Road and railway modes tend to occupy a more marginal portion of international transportation since they are above all modes for national or regional transport services. Their importance is focused on their role in the "first and last miles" of global distribution. Freight is mainly brought to port and airport terminals by trucking or rail. There are however notable exceptions in the role of overland transportation in international trade. A substantial share of the NAFTA trade between Canada, United States and Mexico is supported by trucking, as well as large share of the Western European trade. In spite of this, these exchanges are at priori regional by definition, although intermodal transportation confers a more complex setting in the interpretation of these flows.Still, many challenges are impacting future developments in international trade and transportation, mostly in terms of demographic, energy and environmental issues. While the global population and its derived demand will continue to grow and reach around 9 billion by 2050, demographic changes such as the aging of the population, particularly in developed countries, will transform consumption patterns as a growing share of the population shifts from wealth producing (working and saving) to wealth consuming (selling saved assets).

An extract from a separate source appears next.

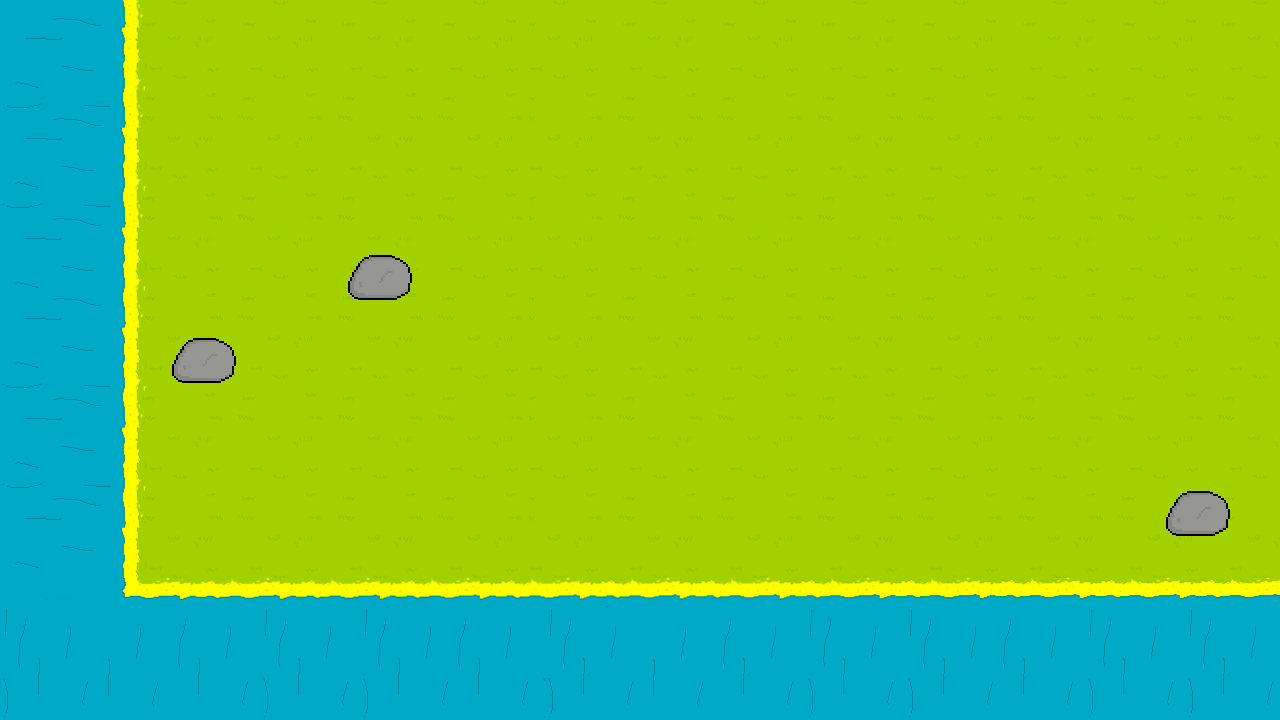
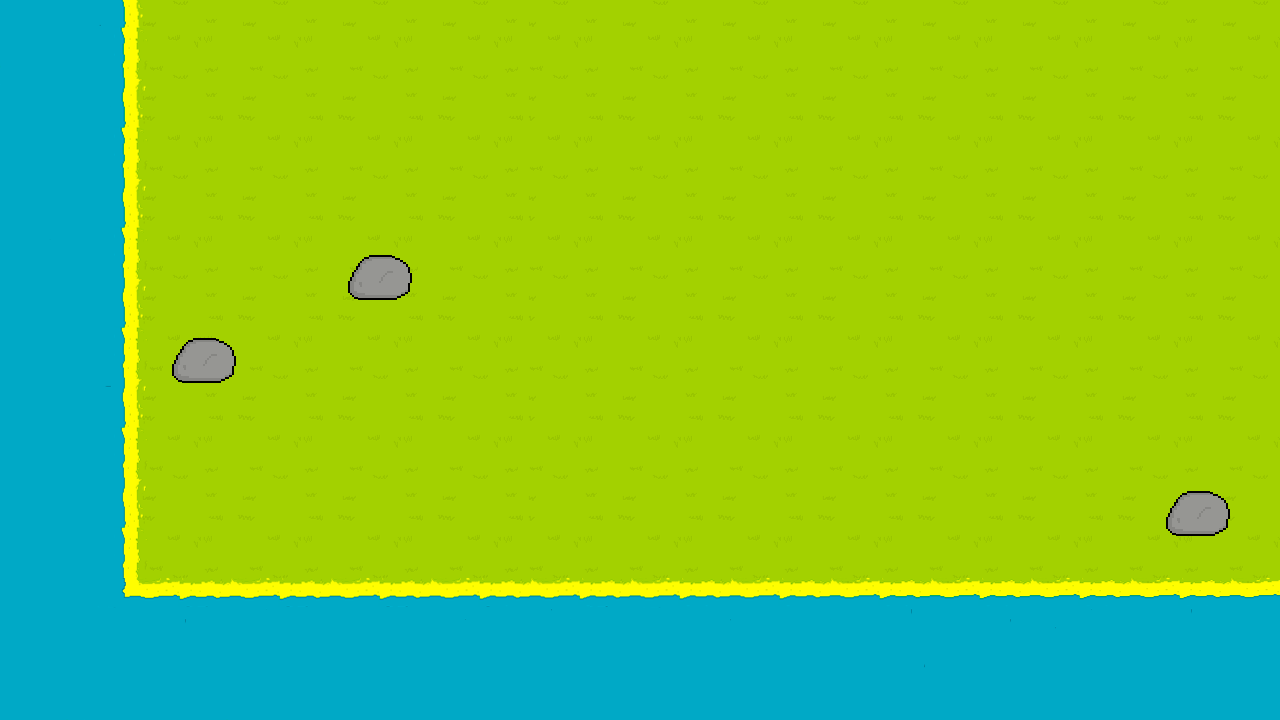
Layers edited between the first and the second 1280 × 720 image:
painted on "Camada 3" over (x1=0, y1=5, x2=1273, y2=720)

 The demographic dividend in terms of peak share of working age population that many countries benefited from, particularly China, will recede. As both maritime and air freight transportation depend on petroleum, the expected scarcity of this fossil fuel will impose a rationalization of international trade and its underlying supply chains. Environmental issues have also become more salient with the growing tendency of the public sector to regulate components of international transportation that are judged to have negative externalities. Also, international trade enables several countries to mask their energy consumption and pollutant emissions by importing goods that are produced elsewhere and where environmental externalities are generated. Thus international trade has permitted a shift in the international division of production, but also a division between the generation of environmental externalities and the consumption of the goods related to these externalities.